I have to admit, I have always wanted to be famous.  I have desired to be on Ellen, Oprah-hell, any show.  I have contacted them both on many occasions in an effort to be noticed.  But thank the Lord above that I was ignored.  I would like to believe that I would not lose myself, but honestly, I think I  would, because surely I would be a hit:).  I would desire more and more fame, more and more money, more and more exposure...I would want more tweets than the superbowl!  Basically, I would probably sell me soul to 'celebrity'...and I would be judged, and rightfully so.

Isn't our judgement responsible for our desire to stop human injustice? Warning, I tend to think in extremes.  Why do we want to stop starvation, save a child from abuse, save the lives of people in Syria?  Isn't it because we use our judgement to say those things are wrong?  These examples are beyond understanding so we try to use our discernment to make a judgement.
dis·cern·ment  (d-sûrnmnt, -zûrn-)n.1. The act or process of exhibiting keen insight and good judgment.
2. Keenness of insight and judgment.
Miley, your behavior is confusing to those that have watched you for years.  Because of this confusion we have to discern what we are witnessing.  It is natural and I am sure you have done the same while watching Lindsay Lohan, Amanda Bynes, Whiney Houston.  Come on girl, you said it yourself-we have watched this play out a over and over.  My three teenage daughter even can see the 'selling out'.  So don't be offended, some of us just want to stop this sick cycle, because obviously, most cannot do it for themselves.

Sunday, May 12, 2013

I am overwhelmed with life.  As Ray says, I feel like I am drinking from a fire hose.  I cannot process it all.  Sometimes in the day I can process it, but that usually means I have forgetten I am going through cancer treatment.   I won't say I have cancer anymore-who knows if I do, but in this day and age, you don't mess with 'what ifs'-you give it all you got.  This is some nasty stuff, which calls for nasty right back.  Chemo is just that.  I hate it.

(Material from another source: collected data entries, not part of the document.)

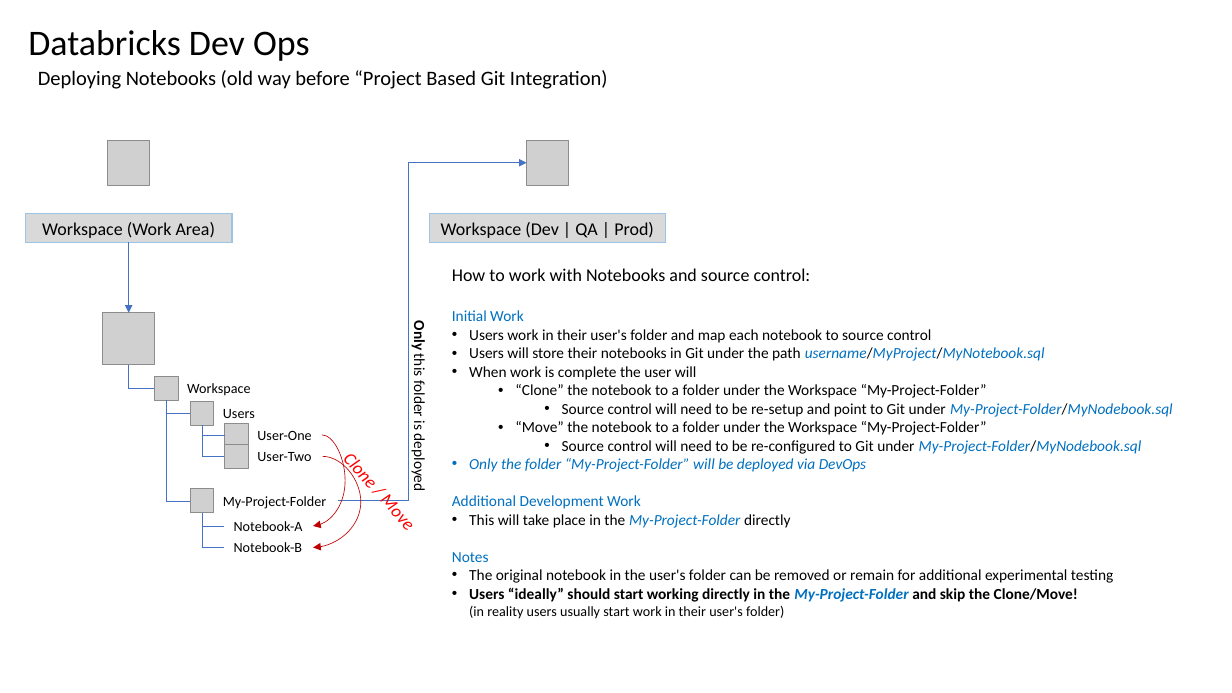
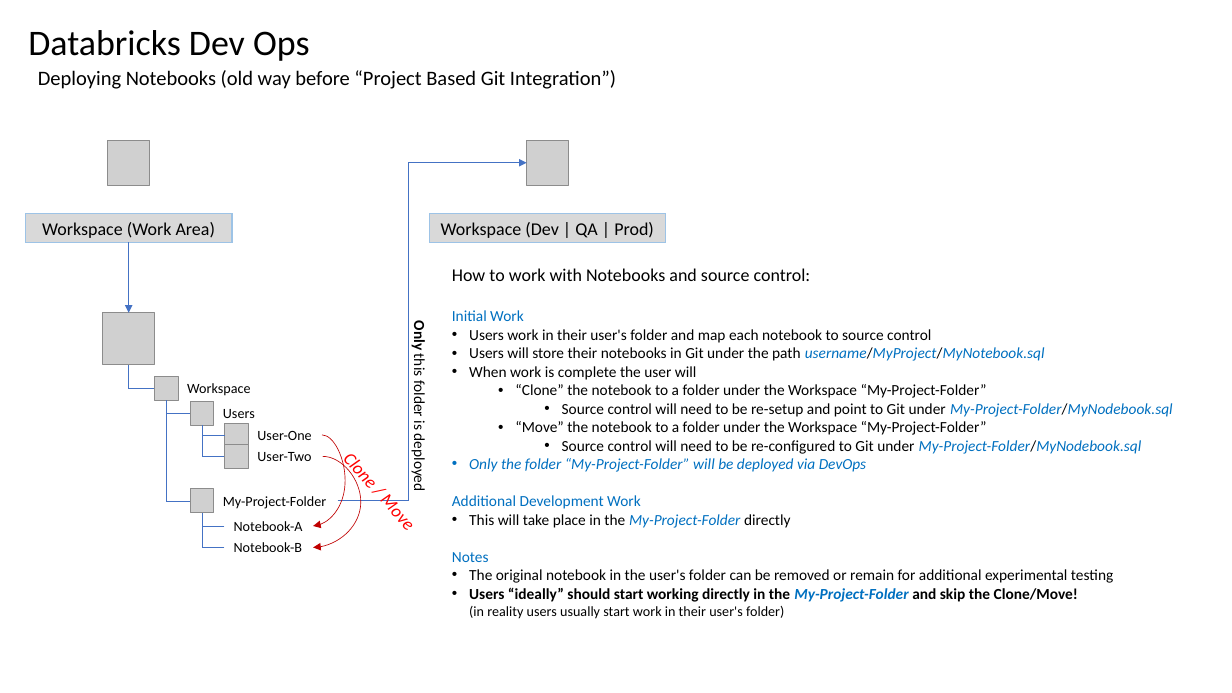
Before and after one commit to AdamPaternostro/Azure-Databricks-Dev-Ops, a slide deck: slide 2 of Databricks Dev Ops.pptx. Drawn at 1232x693 pixels with LibreOffice and Linux fonts; fonts in the diff are those of the drawing; grey boxes stand for pictures. Boxes give left, top, right and bottom in pixels: in the first picture for what was removed or moved away, otherwise in the second. Text is boxed around its words. In the diff, an @@ line names an element or a change of style, - is before the commit and + after.

```diff
--- a/Databricks Dev Ops.pptx
+++ b/Databricks Dev Ops.pptx
@@ text at <box>38,70,616,89</box>: text changed @@
-Deploying Notebooks (old way before “Project Based Git Integration)
+Deploying Notebooks (old way before “Project Based Git Integration”)
```
Also in this commit, not shown: 2 slides removed, 6 other files.

So, I am overwhelmed with how to do everything physically, and handle my life emotionally.  Hell, before this crap I was struggling to handle my life.  But!!  If I look around and really see people, everyone has crap in their life-some you see, but most you don't see.  I am an adult and I have gotten to be 45 years old-yipppeeee!!  My mother lived to be 40. I am overwhelmed-yes, but I am 45 and living each day to the freakin' fullest! I am good!

Wednesday, March 27, 2013


Beer goggles.  The term used when all things, people, look better with the help of many, many beers.  Put your beer goggles on and your view becomes skewed and your mouth loses it's filter.  I am coining the term "cancer goggles" today!  Same thing-your view is skewed and you have the urge to be snarky.  In any given situation, I am bi-polar: part of me sees it as I always have, then suddenly I flip/flop and see a whole different viewpoint.  Thankfully, not everyone wears cancer goggles-but I do, and unfortunately, when I wake up in the morning after a late night out, I am still wearing mine.